Dataset entries:
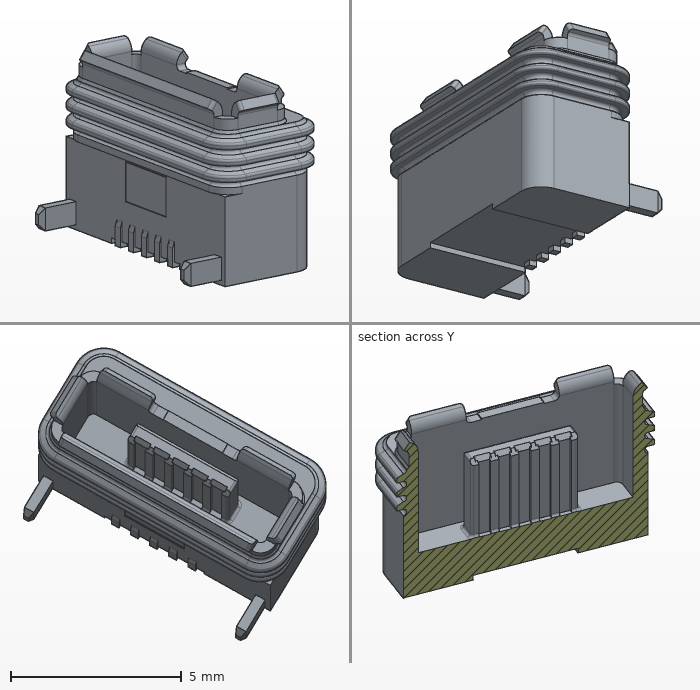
import cadquery as cq
import math

BODY_HALF_X = 3.935
BODY_HALF_Y = 1.69
BODY_CORNER_RADIUS = 0.7
BODY_FRONT_Y = -1.62
BODY_TOP_Z = 2.74
COLLAR_TOP_Z = 2.955

SEAL_HALF_X = 4.15
LIP_COUNT = 3
LIP_PITCH = 0.5
GROOVE_WIDTH = 0.21
LIP_SLOPE_RISE = 0.08
LIP_ROUND_WIDTH = 0.05
LIP_LOWER_ROUND = 0.04

SHELL_HALF_X = 3.76
SHELL_BACK_Y = 0.92
SHELL_FRONT_Y = -1.53
SHELL_CORNER_RADIUS = 0.51
SHELL_WALL = 0.315
SHELL_TOP_Z = 5.0
SHELL_FOOT_WIDTH = 0.06
SHELL_FOOT_HEIGHT = 0.1
CAVITY_FLOOR_Z = 1.49

FLARE_TOP_Z = 5.52
FLARE_ANGLE = 55.0
FLARE_OUTER_RADIUS = 0.125
FLARE_STRAIGHT = 0.125
FLARE_TIP_ROUND = 0.12
BACK_FLARE_INNER_X = 1.49

RIM_LOW_Z = 4.955
RIM_CENTER_HALF_X = 1.005
RIM_NOTCH_ROUND = 0.15

TONGUE_HALF_X = 1.72
TONGUE_BACK_Y = 0.36
TONGUE_FRONT_Y = -0.26
TONGUE_TOP_Z = 4.2
TONGUE_CORNER_ROUND = 0.08
TONGUE_SIDE_ROUND = 0.075
TONGUE_BACK_CHAMFER = 0.1
TONGUE_FRONT_CHAMFER = 0.16
TONGUE_FOOT_ROUND = 0.1
CONTACT_COUNT = 5
CONTACT_PITCH = 0.65
SLOT_WIDTH = 0.38
SLOT_BACK_Y = -0.17
SLOT_MOUTH_WIDTH = 0.51
SLOT_MOUTH_BACK_Y = -0.025
SLOT_MOUTH_DEPTH = 0.14

LEAD_WIDTH = 0.26
LEAD_FRONT_Y = -1.68
LEAD_TOP_Z = 0.78
LEAD_SHOULDER_Z = 0.6
LEAD_NOTCH_HALF_X = 1.685
LEAD_NOTCH_HEIGHT = 0.17
LEAD_THICKNESS = 0.26
POST_X = 3.59
POST_WIDTH = 0.32
POST_BOTTOM_Z = 0.16
POST_TOP_Z = 0.86
POST_TAPER_Y = -2.73
POST_TIP_Y = -2.92
POST_TIP_WIDTH = 0.17
POST_TIP_HEIGHT = 0.315

PANEL_HALF_X = 1.005
PANEL_BOTTOM_Z = 1.44
PANEL_TOP_Z = 2.65
PANEL_DEPTH = 0.03

COVE_RADIUS = GROOVE_WIDTH / 2
SEAL_TOP_Z = COLLAR_TOP_Z + LIP_COUNT * LIP_PITCH + COVE_RADIUS
LIP_DEPTH = SEAL_HALF_X - BODY_HALF_X + COVE_RADIUS
FLOOR_HALF_X = SEAL_HALF_X - LIP_DEPTH
FLOOR_HALF_Y = BODY_HALF_Y - COVE_RADIUS
FLOOR_CORNER_RADIUS = BODY_CORNER_RADIUS - COVE_RADIUS
SHELL_MID_Y = (SHELL_BACK_Y + SHELL_FRONT_Y) / 2
SHELL_HALF_Y = (SHELL_BACK_Y - SHELL_FRONT_Y) / 2


def block(x_min, x_max, y_min, y_max, z_min, z_max):
    """Box between the given coordinates."""
    return cq.Workplane("XY").box(
        x_max - x_min, y_max - y_min, z_max - z_min, centered=False
    ).translate((x_min, y_min, z_min))


def rounded_block(half_x, half_y, radius, z_min, z_max, mid_y=0.0):
    """Upright block with four rounded vertical corners."""
    plain = block(-half_x, half_x, mid_y - half_y, mid_y + half_y, z_min, z_max)
    return plain.edges("|Z").fillet(radius)


def make_housing():
    """Block with a flat square-cornered front, a rounded back and a rounded collar on top."""
    rounded = rounded_block(BODY_HALF_X, BODY_HALF_Y, BODY_CORNER_RADIUS, 0, BODY_TOP_Z)
    front = block(-BODY_HALF_X, BODY_HALF_X, BODY_FRONT_Y, 0, 0, BODY_TOP_Z)
    ahead_of_front = block(
        -BODY_HALF_X, BODY_HALF_X, -BODY_HALF_Y, BODY_FRONT_Y, 0, BODY_TOP_Z
    )
    collar = rounded_block(
        BODY_HALF_X, BODY_HALF_Y, BODY_CORNER_RADIUS, BODY_TOP_Z, COLLAR_TOP_Z
    )
    panel = block(
        -PANEL_HALF_X, PANEL_HALF_X,
        BODY_FRONT_Y, BODY_FRONT_Y + PANEL_DEPTH, PANEL_BOTTOM_Z, PANEL_TOP_Z,
    )
    notch = block(
        -LEAD_NOTCH_HALF_X, LEAD_NOTCH_HALF_X,
        -BODY_HALF_Y, BODY_HALF_Y, 0, LEAD_NOTCH_HEIGHT,
    )
    return rounded.union(front).cut(ahead_of_front).cut(panel).cut(notch).union(collar)


def make_seal():
    """Core with a ring of lips swept around it; coves join the lips to the core."""
    core = rounded_block(
        FLOOR_HALF_X, FLOOR_HALF_Y, FLOOR_CORNER_RADIUS, COLLAR_TOP_Z, SEAL_TOP_Z
    )
    path = core.faces("<Z").wires()

    root = FLOOR_HALF_Y - COVE_RADIUS
    floor = FLOOR_HALF_Y
    cove_end = floor + COVE_RADIUS
    tip = floor + LIP_DEPTH

    profile = cq.Workplane("YZ").moveTo(root, COLLAR_TOP_Z).lineTo(cove_end, COLLAR_TOP_Z)
    slope_angle = math.atan2(LIP_SLOPE_RISE, tip - LIP_ROUND_WIDTH - cove_end)
    upper_round = LIP_ROUND_WIDTH / (1 - math.sin(slope_angle))
    lip_height = LIP_PITCH - GROOVE_WIDTH
    slope_foot = COLLAR_TOP_Z
    for _ in range(LIP_COUNT):
        underside = slope_foot + GROOVE_WIDTH
        slope_top = underside + lip_height
        slope_end = slope_top - LIP_SLOPE_RISE
        profile = (
            profile
            .threePointArc((floor, slope_foot + COVE_RADIUS), (cove_end, underside))
            .lineTo(tip - LIP_LOWER_ROUND, underside)
            .radiusArc((tip, underside + LIP_LOWER_ROUND), -LIP_LOWER_ROUND)
            .lineTo(tip, slope_end - upper_round * math.cos(slope_angle))
            .radiusArc((tip - LIP_ROUND_WIDTH, slope_end), -upper_round)
            .lineTo(cove_end, slope_top)
        )
        slope_foot = slope_top
    profile = (
        profile
        .radiusArc((floor, SEAL_TOP_Z), COVE_RADIUS)
        .lineTo(root, SEAL_TOP_Z)
        .close()
    )
    return core.union(profile.sweep(path))


def make_shell():
    """Rounded sleeve standing on the seal, with a chamfered foot."""
    sleeve = rounded_block(
        SHELL_HALF_X, SHELL_HALF_Y, SHELL_CORNER_RADIUS, SEAL_TOP_Z, SHELL_TOP_Z, SHELL_MID_Y
    )
    foot = rounded_block(
        SHELL_HALF_X + SHELL_FOOT_WIDTH, SHELL_HALF_Y + SHELL_FOOT_WIDTH,
        SHELL_CORNER_RADIUS + SHELL_FOOT_WIDTH,
        SEAL_TOP_Z - SHELL_FOOT_HEIGHT, SEAL_TOP_Z + SHELL_FOOT_HEIGHT, SHELL_MID_Y,
    ).faces(">Z").edges().chamfer(SHELL_FOOT_HEIGHT, SHELL_FOOT_WIDTH)
    return sleeve.union(foot)


def make_cavity():
    """Opening inside the shell, down to the cavity floor."""
    return rounded_block(
        SHELL_HALF_X - SHELL_WALL, SHELL_HALF_Y - SHELL_WALL,
        SHELL_CORNER_RADIUS - SHELL_WALL, CAVITY_FLOOR_Z, SHELL_TOP_Z, SHELL_MID_Y,
    )


def make_back_rim():
    """Back wall between the flares: higher centre land, low ends rounded up into the flares."""
    wall_y = SHELL_BACK_Y - SHELL_WALL
    notch_top_z = RIM_LOW_Z + RIM_NOTCH_ROUND
    wall = block(
        -BACK_FLARE_INNER_X, BACK_FLARE_INNER_X, wall_y, SHELL_BACK_Y, SEAL_TOP_Z, notch_top_z
    )
    notch = block(
        -BACK_FLARE_INNER_X, BACK_FLARE_INNER_X, wall_y, SHELL_BACK_Y, RIM_LOW_Z, FLARE_TOP_Z
    ).edges("|Y and <Z").fillet(RIM_NOTCH_ROUND)
    land = block(
        -RIM_CENTER_HALF_X, RIM_CENTER_HALF_X, wall_y, SHELL_BACK_Y, SEAL_TOP_Z, SHELL_TOP_Z
    )
    return wall.cut(notch).union(land)


def make_back_gap():
    """Cutter that clears the back wall between the flares."""
    return block(
        -BACK_FLARE_INNER_X, BACK_FLARE_INNER_X,
        SHELL_BACK_Y - SHELL_WALL, SHELL_BACK_Y, RIM_LOW_Z, SHELL_TOP_Z,
    )


def make_flare(length):
    """Lip of the given length along X: inner face at Y = 0, bending outward to -Y."""
    angle = math.radians(FLARE_ANGLE)
    inner_radius = FLARE_OUTER_RADIUS + SHELL_WALL
    bend_z = FLARE_TOP_Z - FLARE_STRAIGHT * math.cos(angle) - inner_radius * math.sin(angle)

    def on_bend(radius, turn):
        """Point on the bend at the given radius and turn angle."""
        return (-inner_radius + radius * math.cos(turn), bend_z + radius * math.sin(turn))

    def past_bend(radius):
        """Tip corner at the end of the flat stretch."""
        y, z = on_bend(radius, angle)
        return (y - FLARE_STRAIGHT * math.sin(angle), z + FLARE_STRAIGHT * math.cos(angle))

    flare = (
        cq.Workplane("YZ")
        .moveTo(0, SEAL_TOP_Z)
        .lineTo(0, bend_z)
        .threePointArc(on_bend(inner_radius, angle / 2), on_bend(inner_radius, angle))
        .lineTo(*past_bend(inner_radius))
        .lineTo(*past_bend(FLARE_OUTER_RADIUS))
        .lineTo(*on_bend(FLARE_OUTER_RADIUS, angle))
        .threePointArc(on_bend(FLARE_OUTER_RADIUS, angle / 2), on_bend(FLARE_OUTER_RADIUS, 0))
        .lineTo(-SHELL_WALL, SEAL_TOP_Z)
        .close()
        .extrude(length / 2, both=True)
    )
    across_tip = cq.Vector(0, math.cos(angle), math.sin(angle))
    return flare.edges(cq.selectors.ParallelDirSelector(across_tip)).fillet(FLARE_TIP_ROUND)


def make_flares():
    """One long front lip, one on each side and two on the back."""
    flat_half_x = SHELL_HALF_X - SHELL_CORNER_RADIUS
    flat_half_y = SHELL_HALF_Y - SHELL_CORNER_RADIUS
    axis_start, axis_end = (0, 0, 0), (0, 0, 1)

    flares = make_flare(2 * flat_half_x).translate((0, SHELL_FRONT_Y + SHELL_WALL, 0))
    back_mid_x = (flat_half_x + BACK_FLARE_INNER_X) / 2
    back = make_flare(flat_half_x - BACK_FLARE_INNER_X).rotate(axis_start, axis_end, 180)
    side = make_flare(2 * flat_half_y)
    for sign in (-1, 1):
        flares = flares.union(back.translate((sign * back_mid_x, SHELL_BACK_Y - SHELL_WALL, 0)))
        turned = side.rotate(axis_start, axis_end, sign * 90)
        flares = flares.union(
            turned.translate((sign * (SHELL_HALF_X - SHELL_WALL), SHELL_MID_Y, 0))
        )
    return flares


def contact_positions():
    """X places of the evenly spaced contacts and leads."""
    return [(index - (CONTACT_COUNT - 1) / 2) * CONTACT_PITCH for index in range(CONTACT_COUNT)]


def make_tongue_blade():
    """Blade with rounded corners, rounded top ends and chamfered long top edges."""
    blade = (
        cq.Workplane("YZ")
        .moveTo(TONGUE_FRONT_Y, CAVITY_FLOOR_Z)
        .lineTo(TONGUE_BACK_Y, CAVITY_FLOOR_Z)
        .lineTo(TONGUE_BACK_Y, TONGUE_TOP_Z - TONGUE_BACK_CHAMFER)
        .lineTo(TONGUE_BACK_Y - TONGUE_BACK_CHAMFER, TONGUE_TOP_Z)
        .lineTo(TONGUE_FRONT_Y + TONGUE_FRONT_CHAMFER, TONGUE_TOP_Z)
        .lineTo(TONGUE_FRONT_Y, TONGUE_TOP_Z - TONGUE_FRONT_CHAMFER)
        .close()
        .extrude(TONGUE_HALF_X, both=True)
    )
    limits = block(
        -TONGUE_HALF_X, TONGUE_HALF_X, TONGUE_FRONT_Y, TONGUE_BACK_Y, CAVITY_FLOOR_Z, TONGUE_TOP_Z
    )
    round_corners = limits.edges("|Z").fillet(TONGUE_CORNER_ROUND)
    round_ends = limits.edges("|Y and >Z").fillet(TONGUE_SIDE_ROUND)
    return blade.intersect(round_corners).intersect(round_ends)


def make_tongue():
    """Blade on the cavity floor with a concave foot, slotted along its front for the contacts."""
    foot_half_x = TONGUE_HALF_X + TONGUE_FOOT_ROUND
    foot_front_y = TONGUE_FRONT_Y - TONGUE_FOOT_ROUND
    foot_back_y = TONGUE_BACK_Y + TONGUE_FOOT_ROUND
    ground = block(
        -2 * foot_half_x, 2 * foot_half_x, 2 * foot_front_y, 2 * foot_back_y, 0, CAVITY_FLOOR_Z
    )
    foot_edges = cq.selectors.BoxSelector(
        (-foot_half_x, foot_front_y, CAVITY_FLOOR_Z - TONGUE_FOOT_ROUND),
        (foot_half_x, foot_back_y, CAVITY_FLOOR_Z + TONGUE_FOOT_ROUND),
        boundingbox=True,
    )
    tongue = ground.union(make_tongue_blade()).edges(foot_edges).fillet(TONGUE_FOOT_ROUND)
    tongue = tongue.intersect(
        block(-foot_half_x, foot_half_x, foot_front_y, foot_back_y, CAVITY_FLOOR_Z, TONGUE_TOP_Z)
    )
    for x in contact_positions():
        slot = block(
            x - SLOT_WIDTH / 2, x + SLOT_WIDTH / 2,
            foot_front_y, SLOT_BACK_Y, CAVITY_FLOOR_Z, TONGUE_TOP_Z,
        )
        mouth = (
            cq.Workplane("YZ")
            .moveTo(SLOT_MOUTH_BACK_Y, TONGUE_TOP_Z)
            .lineTo(SLOT_BACK_Y, TONGUE_TOP_Z - SLOT_MOUTH_DEPTH)
            .lineTo(SLOT_BACK_Y, TONGUE_TOP_Z)
            .close()
            .extrude(SLOT_MOUTH_WIDTH / 2, both=True)
            .translate((x, 0, 0))
        )
        tongue = tongue.cut(slot).cut(mouth)
    return tongue


def make_leads():
    """Solder leads with a sloping shoulder, standing proud of the front face."""
    back_y = LEAD_FRONT_Y + LEAD_THICKNESS
    lead = (
        cq.Workplane("YZ")
        .moveTo(back_y, 0)
        .lineTo(LEAD_FRONT_Y, 0)
        .lineTo(LEAD_FRONT_Y, LEAD_SHOULDER_Z)
        .lineTo(BODY_FRONT_Y, LEAD_TOP_Z)
        .lineTo(back_y, LEAD_TOP_Z)
        .close()
        .extrude(LEAD_WIDTH / 2, both=True)
    )
    leads = cq.Workplane("XY")
    for x in contact_positions():
        leads = leads.add(lead.translate((x, 0, 0)))
    return leads.combine()


def make_post():
    """Rectangular mounting post along -Y with a tip tapering on all four sides."""
    height = POST_TOP_Z - POST_BOTTOM_Z
    shaft = block(
        -POST_WIDTH / 2, POST_WIDTH / 2, POST_TAPER_Y, BODY_FRONT_Y, POST_BOTTOM_Z, POST_TOP_Z
    )
    tip = (
        cq.Workplane("XZ", origin=(0, POST_TAPER_Y, (POST_BOTTOM_Z + POST_TOP_Z) / 2))
        .rect(POST_WIDTH, height)
        .workplane(offset=POST_TAPER_Y - POST_TIP_Y)
        .rect(POST_TIP_WIDTH, POST_TIP_HEIGHT)
        .loft(ruled=True)
    )
    return shaft.union(tip)


result = make_housing().union(make_seal()).union(make_shell()).union(make_flares())
result = result.cut(make_cavity()).cut(make_back_gap())
result = result.union(make_back_rim()).union(make_tongue()).union(make_leads())
for post_x in (-POST_X, POST_X):
    result = result.union(make_post().translate((post_x, 0, 0)))

• AIM OF THE EXERCISE
Report the number of lines above containing the string "translate" as your sole answer.

• ANSWER TO THIS EXERCISE
7